For test2 I am sure, that test2.a == 1 and test2.b == 2. Is it guaranteed (or not) the same for test1 (without {})?

Karole answered 17/4, 2017 at 16:5 Comment(4)
Yes, it is guaranteed. Why would you think it is not?Berlioz
@Berlioz I'm in doubt. Can you point me to the Standard?Karole
Unless something changed in this regard between 11 and 14 I don't see a reason why would test1 not be set to 1 and 2Berlioz
This is not a POD.Ordinand
B
7

The line

Test test1;

is equivalent to an initialization with a default constructor which, in the absence of a hand-written one with an explicit initialization list and with no Test() = deleted; would end up setting the two members to their specified initial values 1 and 2.

A “default constructor” is a constructor that can be called with no arguments, which is exactly the case with the above statement.

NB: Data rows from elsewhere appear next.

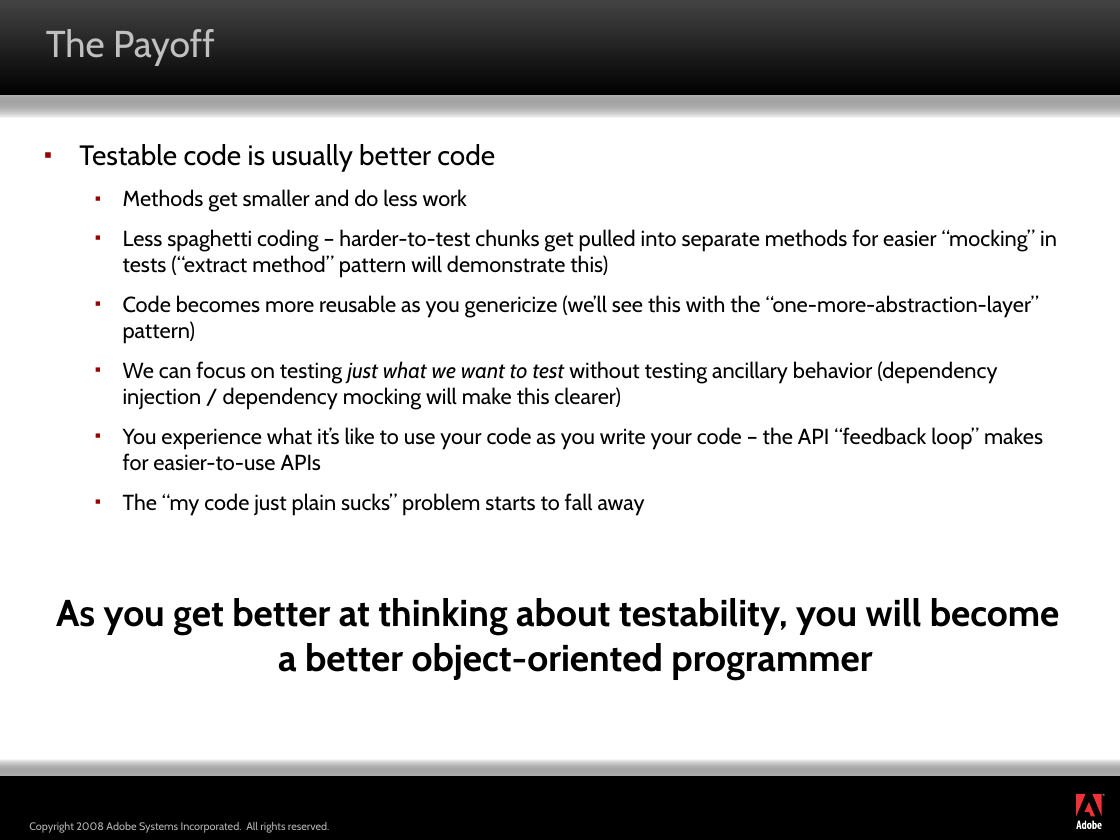
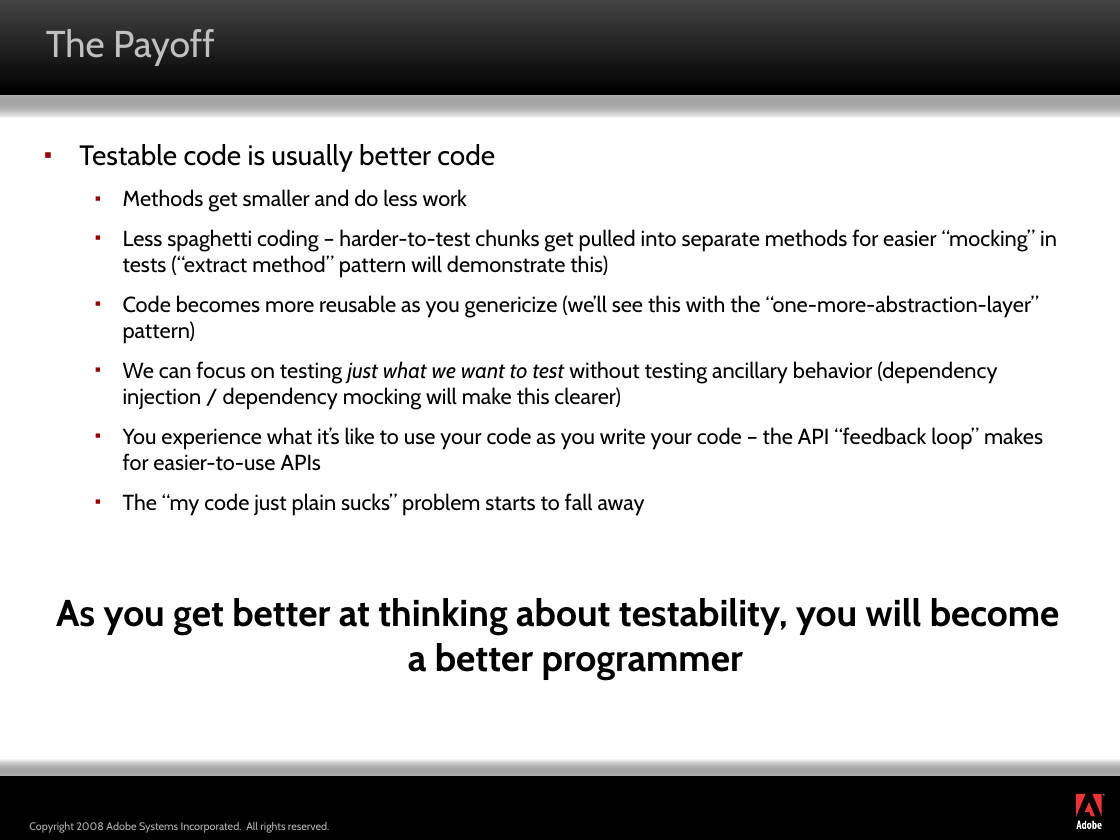
Before and after one commit to marcesher/mxunit-cfmeetups, a slide deck: slide 4 of max08/Marc_Esher_Bill_Shelton_AdvancedPatternsForColdfusionTestAutomation_final.ppt. Drawn at 1120x840 pixels with LibreOffice and Linux fonts; fonts in the diff are those of the drawing; background and template pictures are left out. Boxes give left, top, right and bottom in pixels: in the first picture for what was removed or moved away, otherwise in the second. Text is boxed around its words. In the diff, an @@ line names an element or a change of style, - is before the commit and + after.

```diff
--- a/max08/Marc_Esher_Bill_Shelton_AdvancedPatternsForColdfusionTestAutomation_final.ppt
+++ b/max08/Marc_Esher_Bill_Shelton_AdvancedPatternsForColdfusionTestAutomation_final.ppt
@@ text at [56, 598, 1060, 679]: text changed @@
-As you get better at thinking about testability, you will become a better object-oriented programmer
+As you get better at thinking about testability, you will become a better programmer
```
Also in this commit, not shown: 17 other slides changed, 2 slides removed.
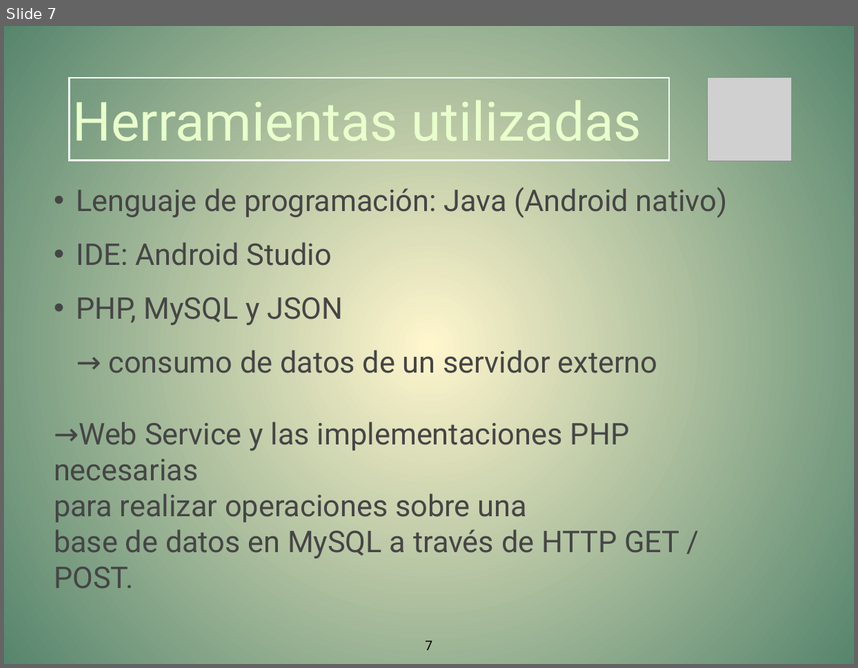
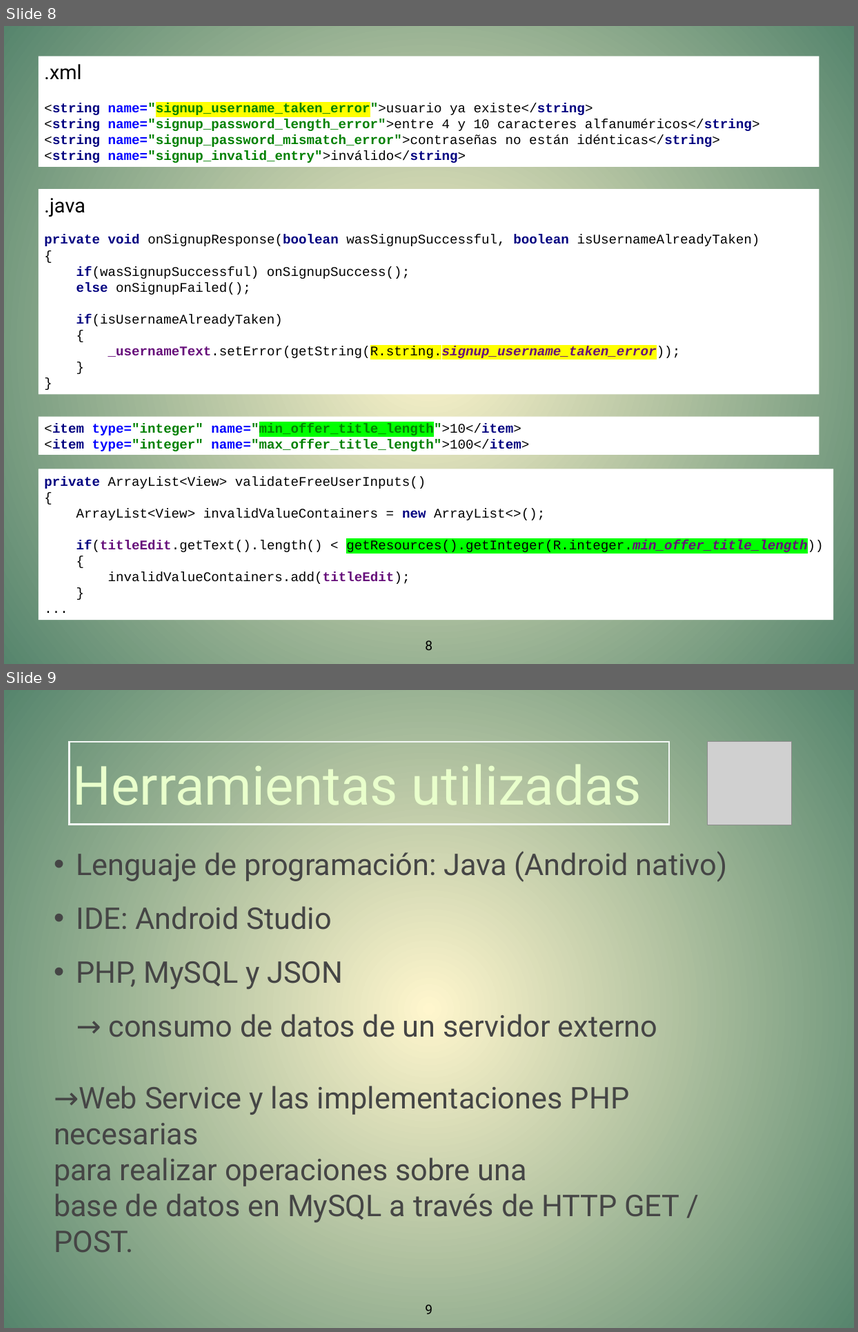
Before and after one commit to todeit02/GarageSale, a slide deck: Presentacion/PresentacionCMppt_2.pptx. Shown one above the other, each under a label of ours: slide 7 before the commit, slides 8 and 9 after it. The pictures are 858x668 and 858x1332 pixels, drawn with LibreOffice and Linux fonts; fonts in the diff are those of the drawing; grey boxes stand for pictures. Boxes give left, top, right and bottom in pixels: in the first picture for what was removed or moved away, otherwise in the second. Text is boxed around its words. In the diff, an @@ line names an element or a change of style, - is before the commit and + after.

```diff
--- a/Presentacion/PresentacionCMppt_2.pptx
+++ b/Presentacion/PresentacionCMppt_2.pptx
@@ slide 8 added at bbox=[4, 26, 854, 664], background gradient #FFF6CD to #56856D @@
@@ rectangle added at bbox=[38, 56, 820, 167], fill #FFFFFF, 16 pt, text #008000, bold @@
+.xml
+<string name="signup_username_taken_error">usuario ya existe</string>
+<string name="signup_password_length_error">entre 4 y 10 caracteres alfanuméricos</string>
+<string name="signup_password_mismatch_error">contraseñas no están idénticas</string>
+<string name="signup_invalid_entry">inválido</string>
@@ rectangle added at bbox=[38, 190, 820, 394], fill #FFFFFF, 16 pt, text #000000 @@
+.java
+private void onSignupResponse(boolean wasSignupSuccessful, boolean isUsernameAlreadyTaken)
+{
+if(wasSignupSuccessful) onSignupSuccess();
+else onSignupFailed();
+if(isUsernameAlreadyTaken)
+{
+_usernameText.setError(getString(R.string.signup_username_taken_error));
+}
+}
@@ rectangle added at bbox=[38, 417, 820, 454], fill #FFFFFF, 16 pt, text #008000, bold @@
+<item type="integer" name="min_offer_title_length">10</item>
+<item type="integer" name="max_offer_title_length">100</item>
@@ rectangle added at bbox=[38, 469, 834, 619], fill #FFFFFF, 16 pt, text #000000 @@
+private ArrayList<View> validateFreeUserInputs()
+{
+ArrayList<View> invalidValueContainers = new ArrayList<>();
+if(titleEdit.getText().length() < getResources().getInteger(R.integer.min_offer_title_length))
+{
+invalidValueContainers.add(titleEdit);
+}
+...
@@ page number added at bbox=[425, 640, 432, 650], 16 pt, text #000000 @@
+8
@@ what was slide 7 is now slide 9 @@
@@ page number at bbox=[425, 1304, 432, 1314]: text changed @@
-7
+9
```
Also in this commit, not shown: 10 slides changed, 2 other slides added.
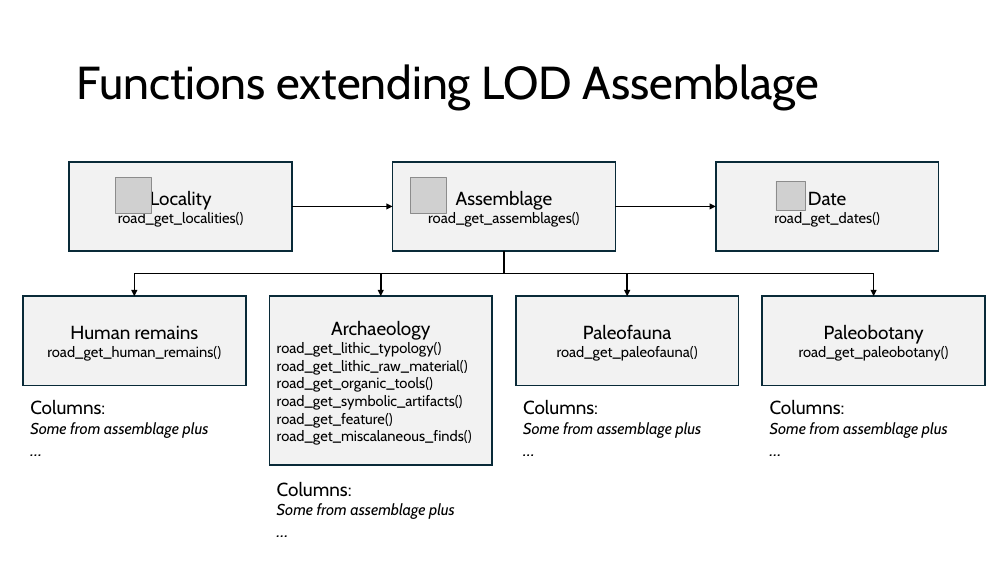
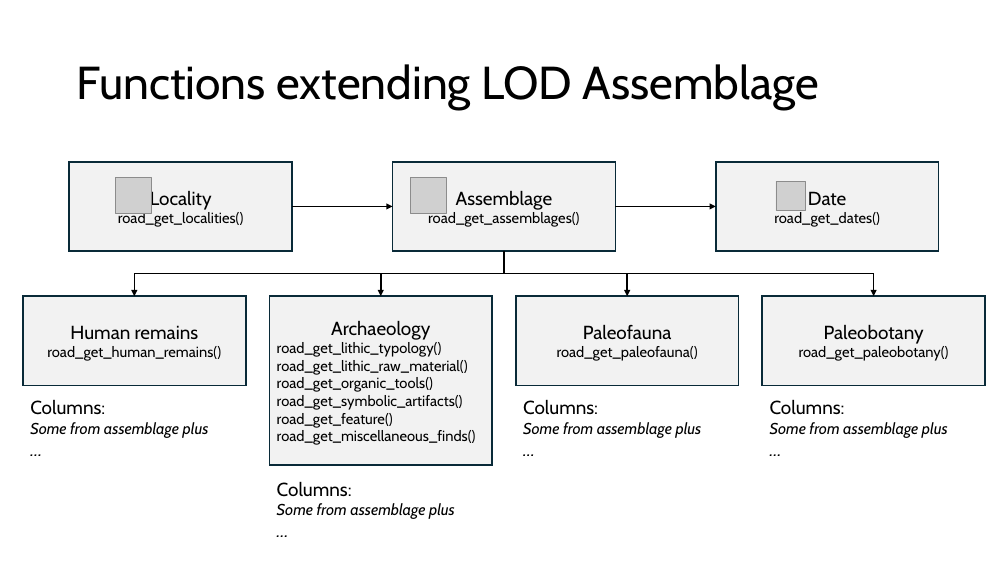
Before and after one commit to sommergeo/roadDB, a slide deck: slide 8 of docs/2024-12-02_Background.pptx. Drawn at 1008x567 pixels with LibreOffice and Linux fonts; fonts in the diff are those of the drawing; grey boxes stand for pictures. Boxes give left, top, right and bottom in pixels: in the first picture for what was removed or moved away, otherwise in the second. Text is boxed around its words. In the diff, an @@ line names an element or a change of style, - is before the commit and + after.

```diff
--- a/docs/2024-12-02_Background.pptx
+++ b/docs/2024-12-02_Background.pptx
@@ text in rectangle at <box>277,430,476,445</box>: text changed @@
-road_get_miscalaneous_finds()
+road_get_miscellaneous_finds()
```

You can read up on the rules for default constructors in the standard - go to § 12.1 section 4:

A default constructor for a class X is a constructor of class X that can be called without an argument...

And further in section 5:

A default constructor that is defaulted and not defined as deleted is implicitly defined when it is odrused (3.2) to create an object of its class type (1.8)...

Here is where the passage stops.